You know how in school there were bullies, the ones who get your lunchbox or steal your lunch money?
I was on the balancing beam. I had friends from the popular clique and had friends who are not the "IT" people. Highschool was that. I survived on wits and finding equilibrium.
I was able to get into a prestigious university for college. I thought all the cliques and bullying was finally over. In the university I went to, people only cared for themselves. It is survival of the fittest minus the backstabbing. It was a university that regarded intellectual honesty as one of its core values. People (mostly) were honestly fighting their way through undergrad (though some may have used tears, connections, etc. to get their way). There were rich kids, poor kids, frat boys, sorority girls; there were parking lot fights, misunderstandings and debates on ideology, principles, and sometimes, their favorite actors. But during the course of my stay in that university. I don't think I've witnessed the classic bullying we all know of.

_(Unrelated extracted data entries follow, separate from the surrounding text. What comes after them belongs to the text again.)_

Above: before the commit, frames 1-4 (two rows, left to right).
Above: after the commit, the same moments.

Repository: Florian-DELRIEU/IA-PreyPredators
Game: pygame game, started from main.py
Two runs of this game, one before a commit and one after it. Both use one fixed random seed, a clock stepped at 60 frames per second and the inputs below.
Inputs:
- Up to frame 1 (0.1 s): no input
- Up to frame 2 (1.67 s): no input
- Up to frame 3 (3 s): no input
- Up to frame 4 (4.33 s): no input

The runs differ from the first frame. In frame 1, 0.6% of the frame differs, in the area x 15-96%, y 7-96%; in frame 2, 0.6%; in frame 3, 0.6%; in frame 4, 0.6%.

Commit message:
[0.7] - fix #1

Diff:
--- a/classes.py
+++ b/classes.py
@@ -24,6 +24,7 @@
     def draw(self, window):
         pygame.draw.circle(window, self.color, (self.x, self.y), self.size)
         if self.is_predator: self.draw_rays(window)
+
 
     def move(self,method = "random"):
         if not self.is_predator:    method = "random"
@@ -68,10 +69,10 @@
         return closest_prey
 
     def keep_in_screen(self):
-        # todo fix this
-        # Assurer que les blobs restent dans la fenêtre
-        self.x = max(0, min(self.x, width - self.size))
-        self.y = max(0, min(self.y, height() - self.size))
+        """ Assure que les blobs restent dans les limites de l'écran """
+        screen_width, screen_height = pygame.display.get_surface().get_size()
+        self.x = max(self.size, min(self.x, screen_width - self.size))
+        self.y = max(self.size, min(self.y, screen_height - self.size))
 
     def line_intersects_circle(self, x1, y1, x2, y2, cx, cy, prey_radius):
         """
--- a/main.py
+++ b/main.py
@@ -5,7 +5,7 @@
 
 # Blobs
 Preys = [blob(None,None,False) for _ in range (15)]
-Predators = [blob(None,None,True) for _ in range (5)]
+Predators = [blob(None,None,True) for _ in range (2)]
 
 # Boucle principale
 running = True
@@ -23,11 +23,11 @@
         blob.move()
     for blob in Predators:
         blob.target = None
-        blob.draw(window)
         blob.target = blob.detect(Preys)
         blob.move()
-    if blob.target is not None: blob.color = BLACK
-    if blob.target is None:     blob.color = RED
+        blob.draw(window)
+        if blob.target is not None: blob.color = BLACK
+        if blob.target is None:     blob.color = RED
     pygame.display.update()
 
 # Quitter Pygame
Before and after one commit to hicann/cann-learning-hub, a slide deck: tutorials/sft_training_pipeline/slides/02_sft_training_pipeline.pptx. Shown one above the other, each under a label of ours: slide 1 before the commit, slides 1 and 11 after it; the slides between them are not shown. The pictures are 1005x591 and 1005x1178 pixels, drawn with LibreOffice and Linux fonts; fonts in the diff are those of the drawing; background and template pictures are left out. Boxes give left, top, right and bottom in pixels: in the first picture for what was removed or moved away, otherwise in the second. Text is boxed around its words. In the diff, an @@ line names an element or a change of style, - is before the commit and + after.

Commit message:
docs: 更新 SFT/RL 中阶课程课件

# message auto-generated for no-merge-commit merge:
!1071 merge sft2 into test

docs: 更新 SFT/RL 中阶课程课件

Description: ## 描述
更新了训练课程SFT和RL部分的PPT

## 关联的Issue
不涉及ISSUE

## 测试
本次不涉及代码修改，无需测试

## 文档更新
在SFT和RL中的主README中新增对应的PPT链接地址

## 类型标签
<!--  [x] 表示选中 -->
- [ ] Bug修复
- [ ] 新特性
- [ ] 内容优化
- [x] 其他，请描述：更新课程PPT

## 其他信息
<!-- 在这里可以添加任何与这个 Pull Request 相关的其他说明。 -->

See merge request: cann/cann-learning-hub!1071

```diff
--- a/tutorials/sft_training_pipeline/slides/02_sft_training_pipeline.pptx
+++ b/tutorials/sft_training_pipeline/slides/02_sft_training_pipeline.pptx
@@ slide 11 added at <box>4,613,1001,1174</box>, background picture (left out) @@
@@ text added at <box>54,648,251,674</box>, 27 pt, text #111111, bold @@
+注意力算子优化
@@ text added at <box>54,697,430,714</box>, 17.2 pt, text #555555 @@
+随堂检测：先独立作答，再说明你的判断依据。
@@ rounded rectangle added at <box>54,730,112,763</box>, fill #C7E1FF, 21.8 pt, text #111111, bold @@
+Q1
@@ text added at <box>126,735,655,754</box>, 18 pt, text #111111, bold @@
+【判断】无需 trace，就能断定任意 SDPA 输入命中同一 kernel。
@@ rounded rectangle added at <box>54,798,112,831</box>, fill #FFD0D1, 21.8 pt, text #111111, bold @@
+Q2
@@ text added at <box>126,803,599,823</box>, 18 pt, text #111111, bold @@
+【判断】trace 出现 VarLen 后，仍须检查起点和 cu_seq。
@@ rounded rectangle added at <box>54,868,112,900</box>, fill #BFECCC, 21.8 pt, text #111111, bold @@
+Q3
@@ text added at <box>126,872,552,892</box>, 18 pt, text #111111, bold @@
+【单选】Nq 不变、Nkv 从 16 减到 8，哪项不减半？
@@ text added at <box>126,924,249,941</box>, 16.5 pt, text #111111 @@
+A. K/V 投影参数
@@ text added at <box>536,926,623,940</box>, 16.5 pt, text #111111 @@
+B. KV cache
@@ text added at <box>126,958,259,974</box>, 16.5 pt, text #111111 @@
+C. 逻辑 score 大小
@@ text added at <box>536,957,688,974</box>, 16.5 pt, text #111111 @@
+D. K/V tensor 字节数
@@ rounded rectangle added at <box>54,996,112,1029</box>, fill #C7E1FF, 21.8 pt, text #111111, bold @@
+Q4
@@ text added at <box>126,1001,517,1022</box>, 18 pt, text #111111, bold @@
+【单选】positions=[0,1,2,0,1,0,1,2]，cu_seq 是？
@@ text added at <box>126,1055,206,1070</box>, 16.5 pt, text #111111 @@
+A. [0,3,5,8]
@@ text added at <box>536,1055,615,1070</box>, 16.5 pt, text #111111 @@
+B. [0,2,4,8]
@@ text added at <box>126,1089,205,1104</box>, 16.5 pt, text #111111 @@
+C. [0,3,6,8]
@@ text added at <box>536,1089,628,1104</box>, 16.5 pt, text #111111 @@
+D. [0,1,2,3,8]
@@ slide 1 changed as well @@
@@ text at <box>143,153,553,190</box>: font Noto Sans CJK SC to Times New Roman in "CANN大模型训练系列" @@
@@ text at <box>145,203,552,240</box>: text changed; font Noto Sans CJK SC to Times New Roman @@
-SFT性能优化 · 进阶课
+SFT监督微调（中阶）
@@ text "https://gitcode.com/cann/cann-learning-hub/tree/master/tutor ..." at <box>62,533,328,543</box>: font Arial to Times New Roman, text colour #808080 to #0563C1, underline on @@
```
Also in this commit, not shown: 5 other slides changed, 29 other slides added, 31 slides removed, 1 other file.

And so, I faced the real world and stepped into the corporate scene brave to know that all those "Highschool never ends" and bullying shit happen only in the movies, or books; and that people in the real world of adults are mature enough, if not professional enough, to act in accordance to decorum.
But it's not. With the dawn of the social-network-TMI-lifestyle, this became worse. Covert bullying and explicit alienation.
Often I witness this and take the moral high ground by ignoring them. If it's too rampant and is affecting my mood on a day-to-day basis, I unsubscribe/unfollow/unfriend. Sometimes, if it irritates me too much already, or I felt provoked, I tend to play fire with fire.
But to the people who does this on a daily basis. What do you get out of it? A false sense of superiority? Delusion of grandeurs and megalomania, does it make you feel better?
But really, when you think about it, when you dissect the core. Why would you care so much about other people? Much so, the people are not celebrities who have decided to put their lives on the open and public scrutiny to be talked about? What will you get out of it? If it causes you pain, ignore it, otherwise, you're just making the flame so much stronger; and extinguishing the hate in your gut will be so much more difficult.
For me, it illustrates an underlying insecurity. People who are never happy with themselves and their lives – they have nothing better to talk about and nothing better to do. No tales nor anecdotes to share with friends and other people in general; and in effect, you talk about other people. Idle hands are the devil's playground -- a phrase I learned early in grade school after watching that Devon Sawa film. If people are busy and living lives interesting enough, they'd share about their experiences; and not dwell on envy and hate for others.
Grow up. Stop thinking that the world spins around you. If you do that, you'll start minding your own business and just let other people be, too.